As an example, the Tesco app can afford to lose say, up to 20% of
the users' checkins since the app only computes coarse cuisine
interests of the users.
[0037] A sharing with a staleness of x seconds and an accuracy of y
% means that at any point in time the MV contains at least y % of
the records of the actual data from x seconds ago. Note that
staleness also makes the data inaccurate so to speak. While the
staleness is a delay and the data will be delivered to the consumer
at a later time, accuracy means that the dropped records will never
be shown to the consumer.
[0038] Once the consumer is satisfied with the staleness, the
accuracy and the cost of the sharing, the two parties (i.e.,
provider and consumer) enter into an SLA which specifies what is to
be shared at what staleness and accuracy.

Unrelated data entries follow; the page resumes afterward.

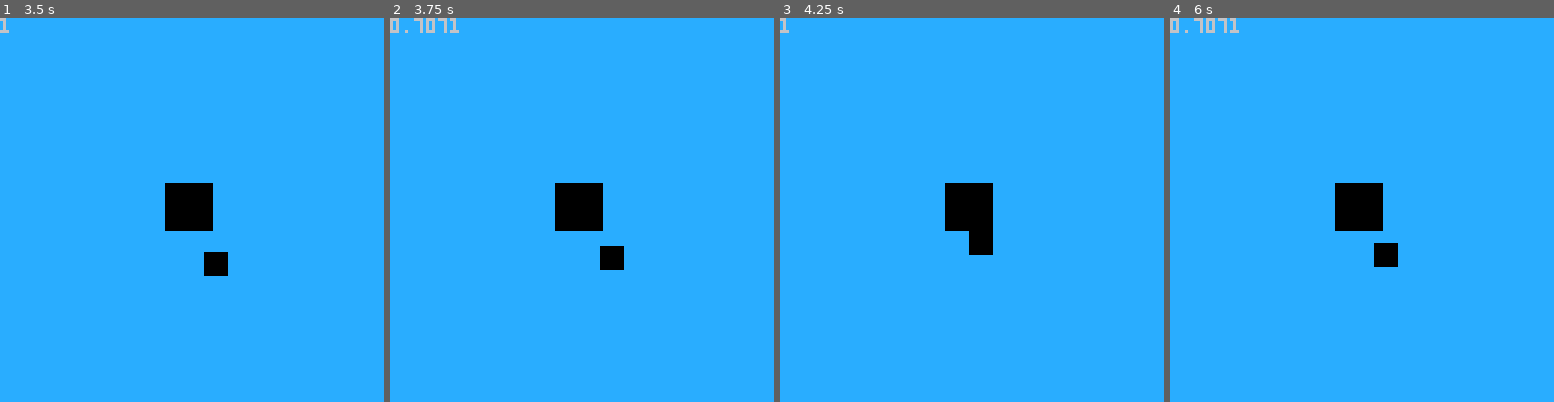
Above: before the commit, frames 1-4 (left to right).
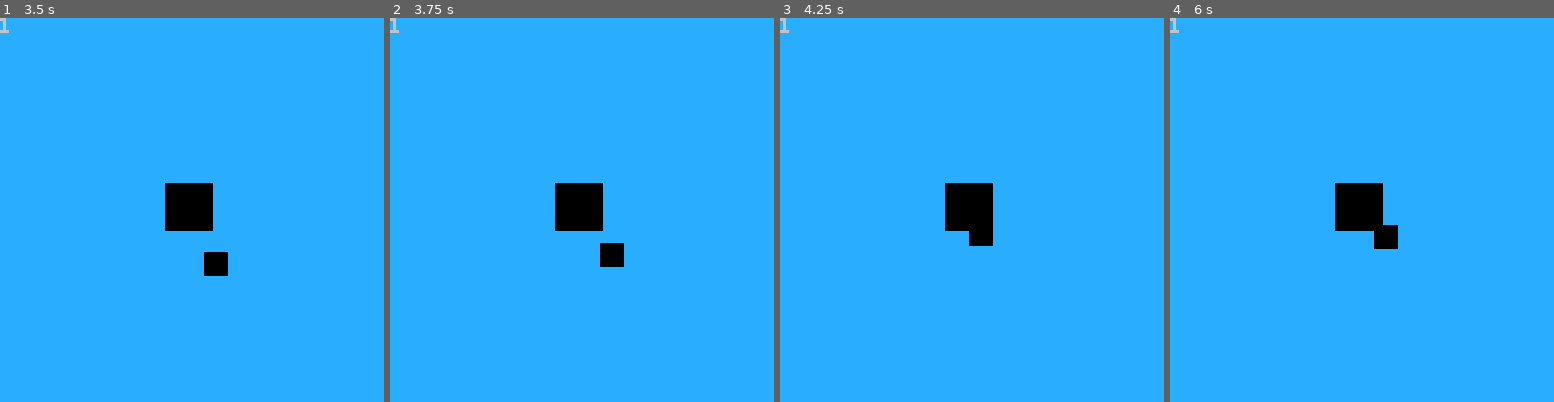
Above: after the commit, the same moments.

Repository: Durimango/pico8Development
Game: PICO-8 cartridge catBoat/catBoat.p8
The game is run twice, just before and just after one commit, with the same random seed, the same clock (stepped at 60 frames per second) and the same inputs.
Inputs:
- Up to frame 1 (3.5 s): hold Right 1.6-2.1 s; hold Up 2.15-2.42 s; hold Right 2.47-3.03 s; hold Left from 3.08 s (still down)
- Up to frame 2 (3.75 s): release Left at 3.58 s; hold Down from 3.63 s (still down)
- Up to frame 3 (4.25 s): release Down at 3.97 s; hold Right from 4.02 s (still down)
- Up to frame 4 (6 s): release Right at 4.68 s; hold Up 4.73-5.03 s; hold Left 5.08-5.68 s; hold Down from 5.73 s (still down)

Frame 1 is identical in both runs. In frame 2, 0.4% of the frame differs, in the area x 0-61%, y 0-66%; in frame 3, 0.1%; in frame 4, 0.8%, in the area x 0-60%, y 0-65%.

Commit message:
Update 0.1.1
Fixed a bug with the movement.
Going down was set to reduce speed.

Diff:
--- a/catBoat/gameLogic.lua
+++ b/catBoat/gameLogic.lua
@@ -50,10 +50,10 @@
 
 function _move()
 
-    if (btn(0) and btn(2) or btn(3)) then
-        plr.speed = sqrt(2)/2
-    elseif (btn(1) and btn(2) or btn(3)) then
-        plr.speed = sqrt(2)/2
+    if (btn(0) and btn(2) or btn(0) and btn(3)) then
+        plr.speed = sqrt(2)/2 * plr.maxSpeed
+    elseif (btn(1) and btn(2) or btn(1) and btn(3)) then
+        plr.speed = sqrt(2)/2 * plr.maxSpeed
     else
         plr.speed = plr.maxSpeed
     end
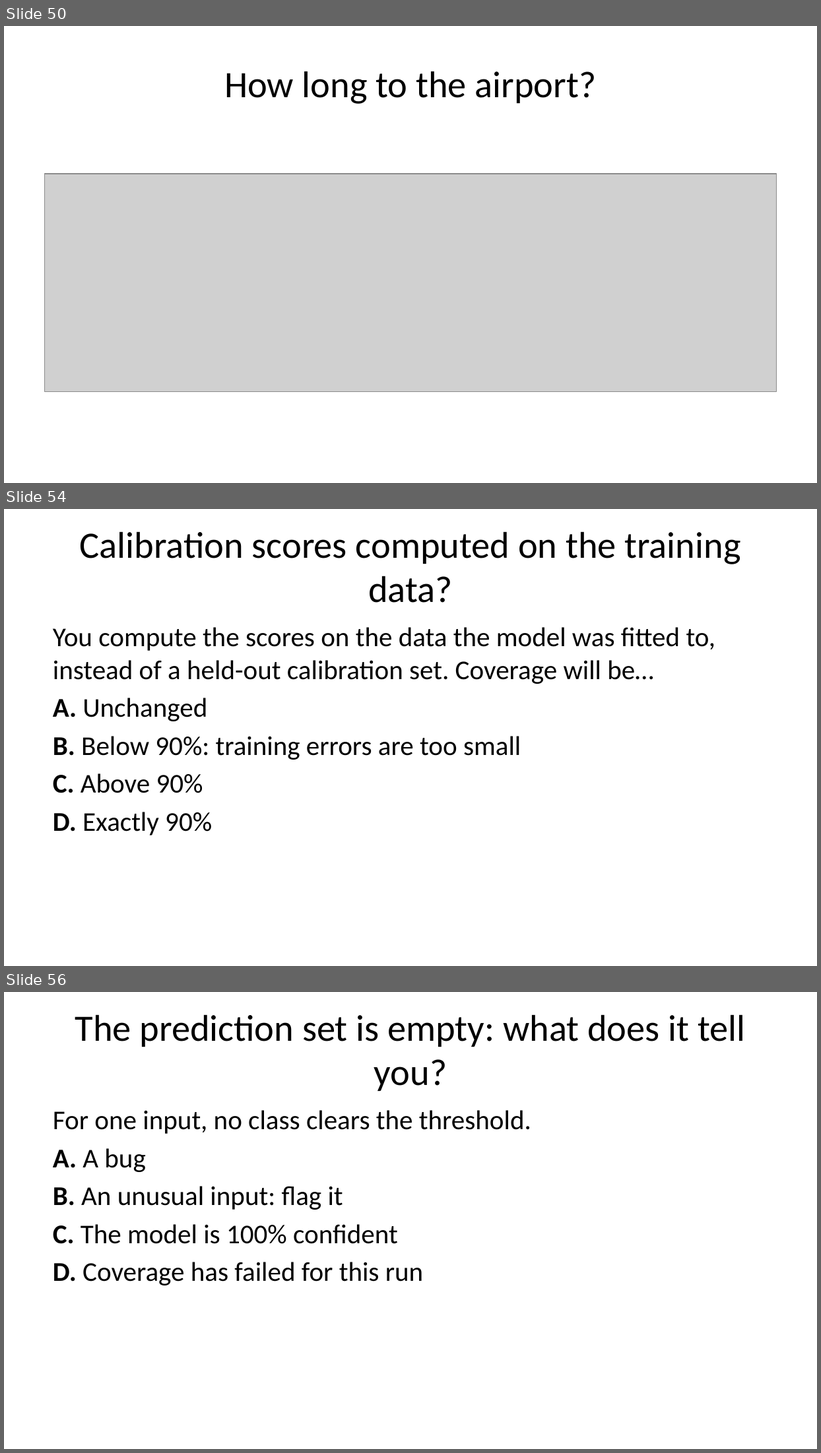
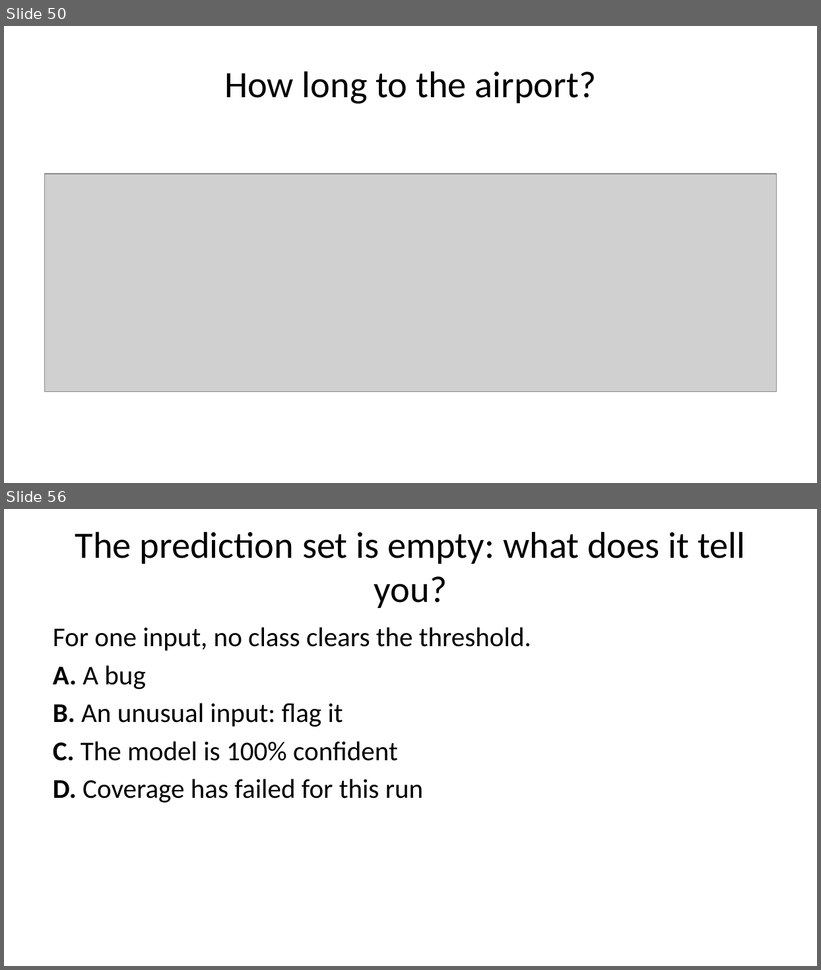
Before and after one commit to AmyRouillard/ml-foundations-mau-2026, a slide deck: ml-foundations.pptx. Shown one above the other, each under a label of ours: slides 50, 54 and 56 before the commit, slides 50 and 56 after it; the slides between them are not shown. The pictures are 821x1453 and 821x970 pixels, drawn with LibreOffice and Linux fonts; fonts in the diff are those of the drawing; grey boxes stand for pictures. Boxes give left, top, right and bottom in pixels: in the first picture for what was removed or moved away, otherwise in the second. Text is boxed around its words. In the diff, an @@ line names an element or a change of style, - is before the commit and + after.

```diff
--- a/ml-foundations.pptx
+++ b/ml-foundations.pptx
@@ slide 54 removed at (4, 509, 817, 966), background #FFFFFF @@
@@ title removed at (79, 531, 741, 603) @@
-Calibration scores computed on the training data?
@@ text removed at (53, 627, 715, 836) @@
-You compute the scores on the data the model was fitted to, instead of a held-out calibration set. Coverage will be…
-A. Unchanged
-B. Below 90%: training errors are too small
-C. Above 90%
-D. Exactly 90%
```
Also in this commit, not shown: 5 slides changed, 7 other slides removed, 12 other files.

[0039] The consumer explores different configurations of staleness,
accuracy and cost before entering into an SLA with the provider.
This exploration process should be automated for the service
provider, since the cloud may host a large number of applications
and the provider cannot afford to answer each of them manually.
Hence, the job of costing and answering all of the consumer's
hypothetical questions is given to a "What-if" exploration tool,
which can answer two common types of What-if questions.
[0040] 1. Given the sharing I want, what is the cost for the
staleness of x seconds and the accuracy of y %?
[0041] 2. Given the sharing I want, what configurations of
staleness and accuracy can I get if I have a budget of z
dollars?
[0042] Those consumers who know the specific staleness and accuracy
requirements for their applications may pose the first question,
while the second question will be posed by consumers who have
limited budgets and may not know what they want.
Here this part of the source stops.